2017 Nobel Peace Prize goes to anti-nuclear weapons NGO

Despite rumors Iranian Foreign Minister was set to win, Nobel Peace Prize goes to obscure group promoting abolition of nuclear weapons.

David Rosenberg, | updated: 12:31

Nobel Peace Center, Oslo
Nobel Peace Center, Oslo

The Norweigen Nobel Committee declared an organization dedicated to the eradication of nuclear weapons as the winner of this year’s Nobel Peace Prize.

At a press conference Friday, the committee announced that the International Campaign to Abolish Nuclear Weapons (ICAN) would be the recipient of the award, and the roughly $1 million in prize money.

The prize will be formally awarded to ICAN in December.

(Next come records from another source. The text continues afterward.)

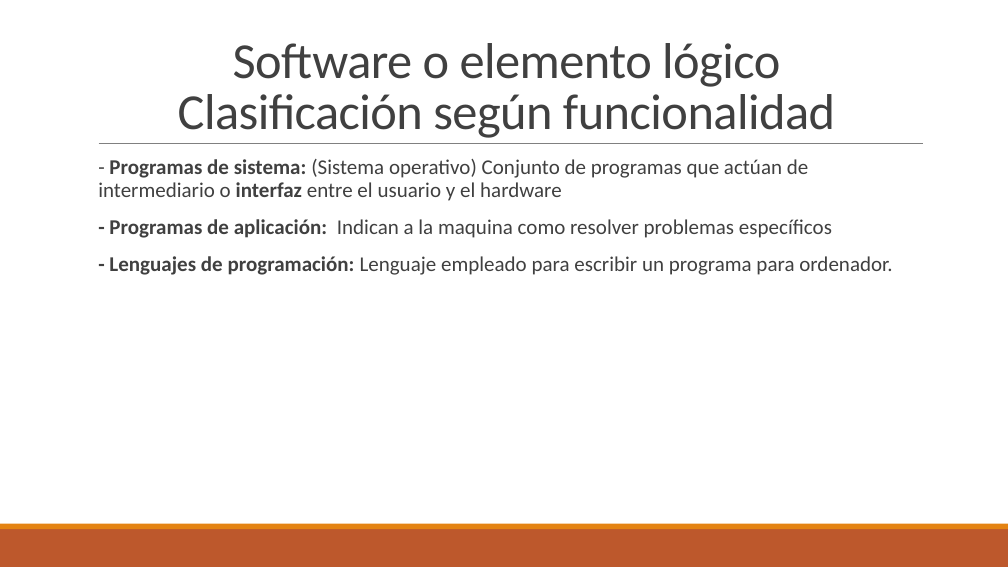
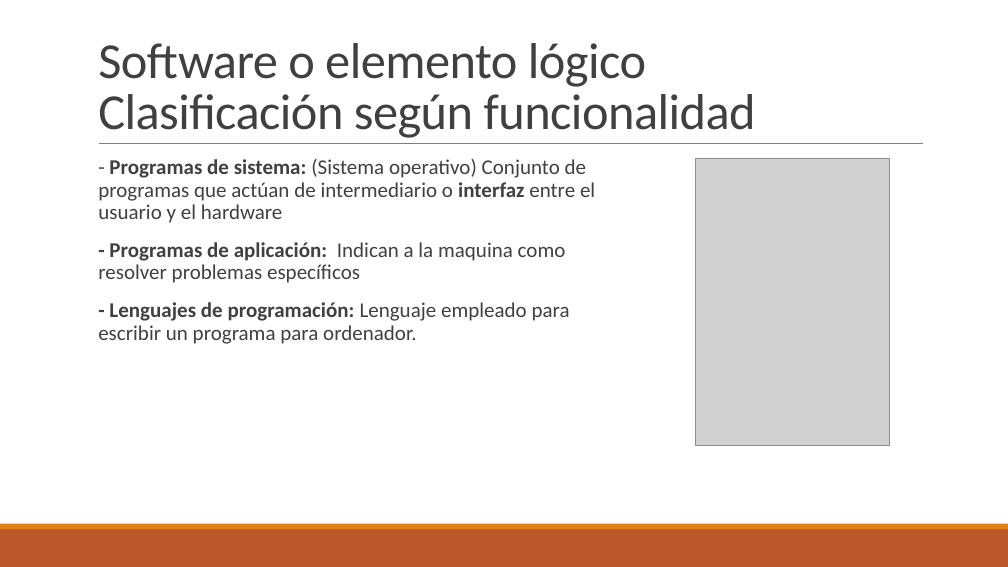
Before and after one commit to valeixosb/valeixosb.github.io, a slide deck: slide 21 of assets/curso/20_Tema.pptx. Drawn at 1008x567 pixels with LibreOffice and Linux fonts; fonts in the diff are those of the drawing; grey boxes stand for pictures. Boxes give left, top, right and bottom in pixels: in the first picture for what was removed or moved away, otherwise in the second. Text is boxed around its words. In the diff, an @@ line names an element or a change of style, - is before the commit and + after.

```diff
--- a/assets/curso/20_Tema.pptx
+++ b/assets/curso/20_Tema.pptx
@@ title "Software o elemento lógico Clasificación ..." at bbox=[98, 43, 756, 138]: alignment centre to left @@
@@ text "- Programas de sistema: (Sistema ..." rewrapped from bbox=[98, 159, 892, 275] to bbox=[98, 159, 595, 344] @@
@@ picture added at bbox=[696, 159, 889, 446] @@
```
Also in this commit, not shown: 5 other slides changed.

The Nobel Committee’s decision surprised some observers, who had predicted the prize would be awarded in connection with the 2015 Joint Comprehensive Plan of Action (JCPOA), better known as the Iran nuclear deal. It was widely believed that this year’s prize would go either to Iran’s foreign minister, Javad Zarif, or to European Union foreign minister Federica Mogherini for their roles in securing the JCPOA.

Reuters - Nobel Committee announces winner

Defying expectations, however, the Nobel Committee turned the focus away from the Iran nuclear deal and instead chose ICAN, a Geneva-based group founded in 2007 to promote the total abolition of all nuclear weaponry.

ICAN has strongly backed the Treaty on the Prohibition of Nuclear Weapons, a proposed treated backed by the United Nations General Assembly 122 to 1, but strongly opposed by the North Atlantic Treaty Organization (NATO) and all nuclear-armed countries.

A relatively small organization with an annual budget of some $1 million, ICAN had little mainstream exposure prior to Friday’s announcement. The Nobel Committee’s selection of the relatively marginal group has been described by some as a ‘censure’ or rebuke of world powers who oppose the Treaty on the Prohibition of Nuclear Weapons.